Ben Byford

Karma: 1

I run the Machine Ethics Podcast and talk on AI, games and ethics subjects

www.machine-ethics.net
www.benbyford.com

Ben Byford Oct 9, 2024, 1:03 PM
LW: 2 AF: 1
0
AF
on: Self-Other Overlap: A Neglected Approach to AI Alignment
Hi! Really interesting.
I’ve recently been thinking (along with a close colleague) alot about empathy, the amygdela and our models of self and others as a safety mechanism for narrow AIs, (or on general AI’s for specific narrow domains e.g. validating behaviour on a set of tasks, not all task).
I found this article by listening to The Cognative Revolution podcast. Stop me if I’m wrong but I believe your toy example setup was differently described above than it was on the show. Here you mention a reward for the blue if near the green goal AND OR the adversary is near the black—on the show you mentioned a negative reward to the blue if the adversary is near the green and not anything if near the black… anyway as above I’m not sure you could call it deceoption as its just two different goals: one with two spots that give reward and another with one… if its was more like the podcast version where the blue actor gets negative reward by the adversary being close to the goal then that makes more sense and maybe make that explicit above (or in your paper).
Moreover, averaging activations across two instances of a network sounds more like forgetting or unlearning and its not clear without more examples whether it is unlearning / forgetting or doing something else as you seem to indecate.
Equally, this seems like a narrow method as you would actively need data, a model or an environment that represented a set of hand picked outcomes you would like to cross compare… i.e. not sure its obvious that this would generalise.

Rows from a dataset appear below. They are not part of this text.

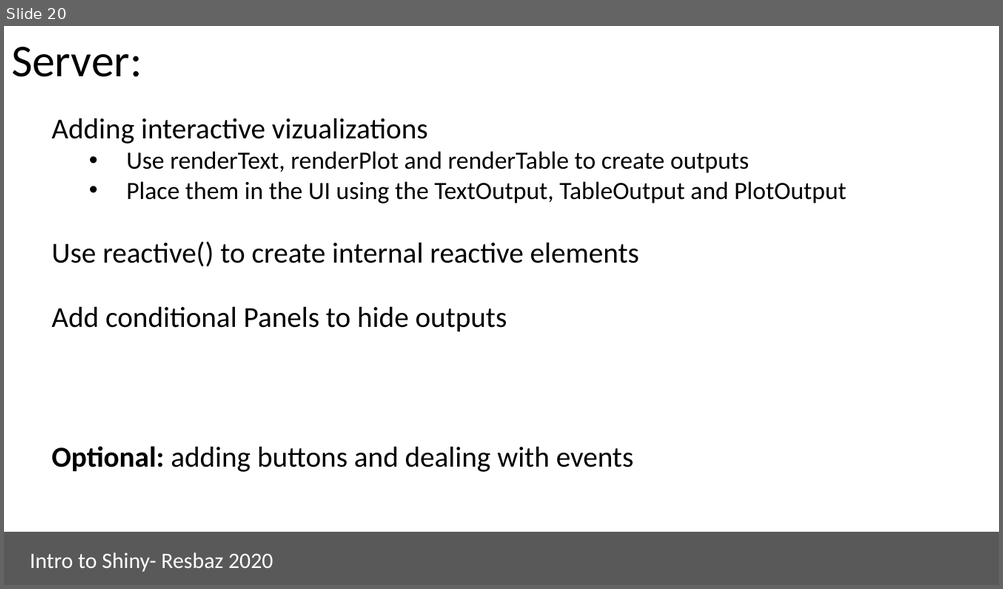
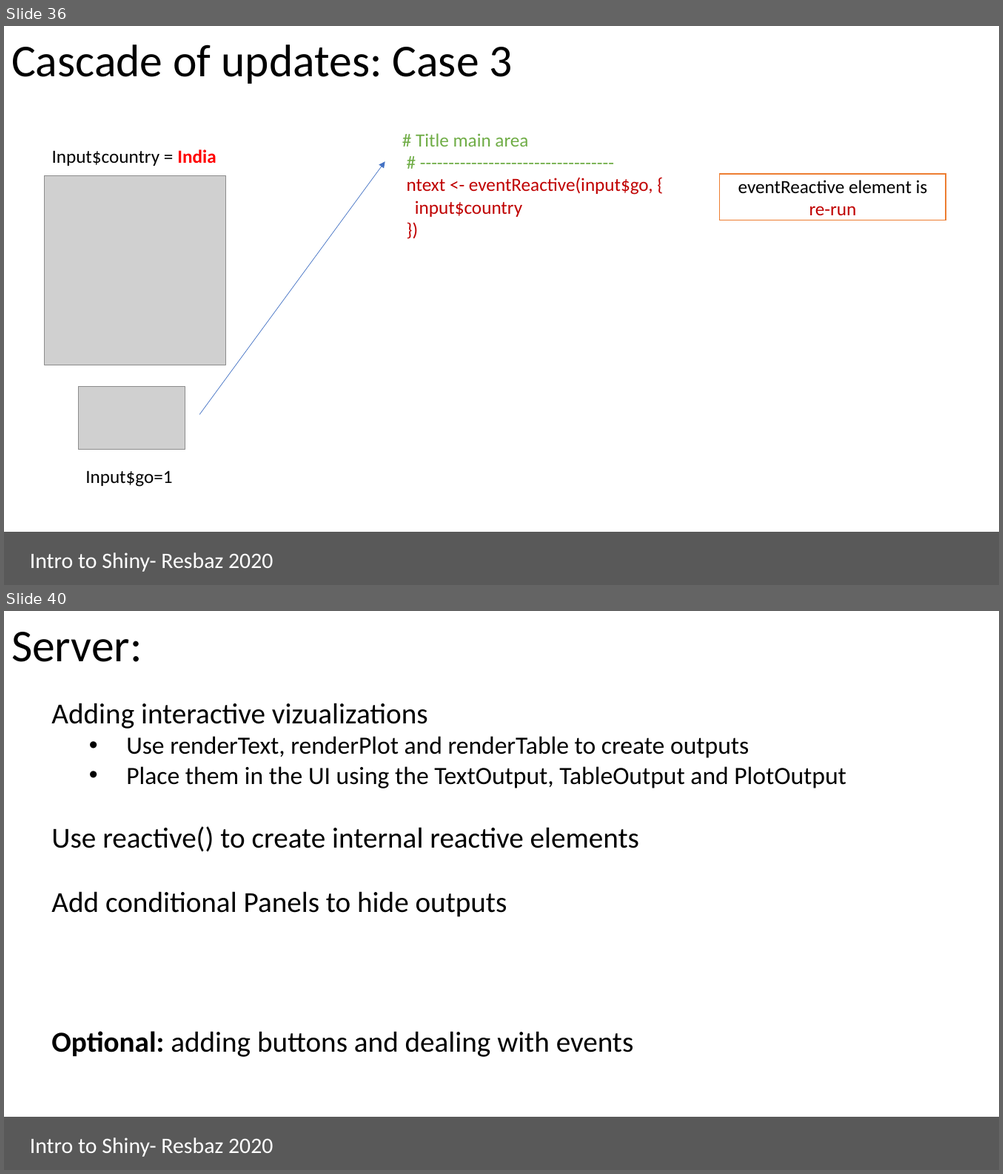
Before and after one commit to aponsero/Shiny_app_workshop_2020, a slide deck: Presentation/Presentation_slides.pptx. Shown one above the other, each under a label of ours: slide 20 before the commit, slides 36 and 40 after it; the slides between them are not shown. The pictures are 1003x589 and 1003x1174 pixels, drawn with LibreOffice and Linux fonts; fonts in the diff are those of the drawing; grey boxes stand for pictures. Boxes give left, top, right and bottom in pixels: in the first picture for what was removed or moved away, otherwise in the second. Text is boxed around its words. In the diff, an @@ line names an element or a change of style, - is before the commit and + after.

```diff
--- a/Presentation/Presentation_slides.pptx
+++ b/Presentation/Presentation_slides.pptx
@@ slide 36 added at [4, 26, 999, 585], background #FFFFFF @@
@@ title added at [11, 44, 512, 84], 44 pt, text #000000 @@
+Cascade of updates: Case 3
@@ text added at [407, 133, 653, 217], 18 pt, text #70AD47 @@
+# Title main area
+# ----------------------------------
+ntext <- eventReactive(input$go, {
+input$country
+})
@@ text added at [52, 150, 216, 166], 18 pt, text #000000 @@
+Input$country = India
@@ picture added at [44, 176, 225, 366] @@
@@ arrow added from (199, 414) to (385, 162), #4472C4 0.5 pt @@
@@ rectangle added at [720, 174, 945, 220], fill #FFFFFF, outline #ED7D31 1 pt, 18 pt, text #000000 @@
+eventReactive element is re-run
@@ picture added at [79, 386, 185, 450] @@
@@ text added at [85, 471, 172, 487], 18 pt, text #000000 @@
+Input$go=1
@@ rectangle added at [4, 534, 999, 585], fill #595959, outline #595959 1 pt @@
@@ rectangle added at [22, 543, 302, 577], outline #595959 0.75 pt, 21.3 pt, text #FFFFFF @@
+Intro to Shiny- Resbaz 2020
@@ what was slide 20 is now slide 40 @@
```
Also in this commit, not shown: 19 other slides added, 1 other file.

However, it might be a good method for specifically unlearning behavior that you already know is problematic for a model instead in a certain domain (instead of human RL).
On the semantics (and coming from the AI Ethics and philosophy worlds), it seems a little early to be talking about “self”, “deception”, and “other” in this context as theres nothing above that seems to be similar. The toy example isn’t as formulated deceptive, (deception indecates the actor has goals in and of itself, not just directed by your optimisation which is currently the case), and self seems to indecate that the actor has a way of discriminating between its environment and eveything else which i believe the toy example also doesnt feel very satisfying… maybe other terms might not get people heckles up ;) might just be me though.
anyways, interesting and happy to chat more.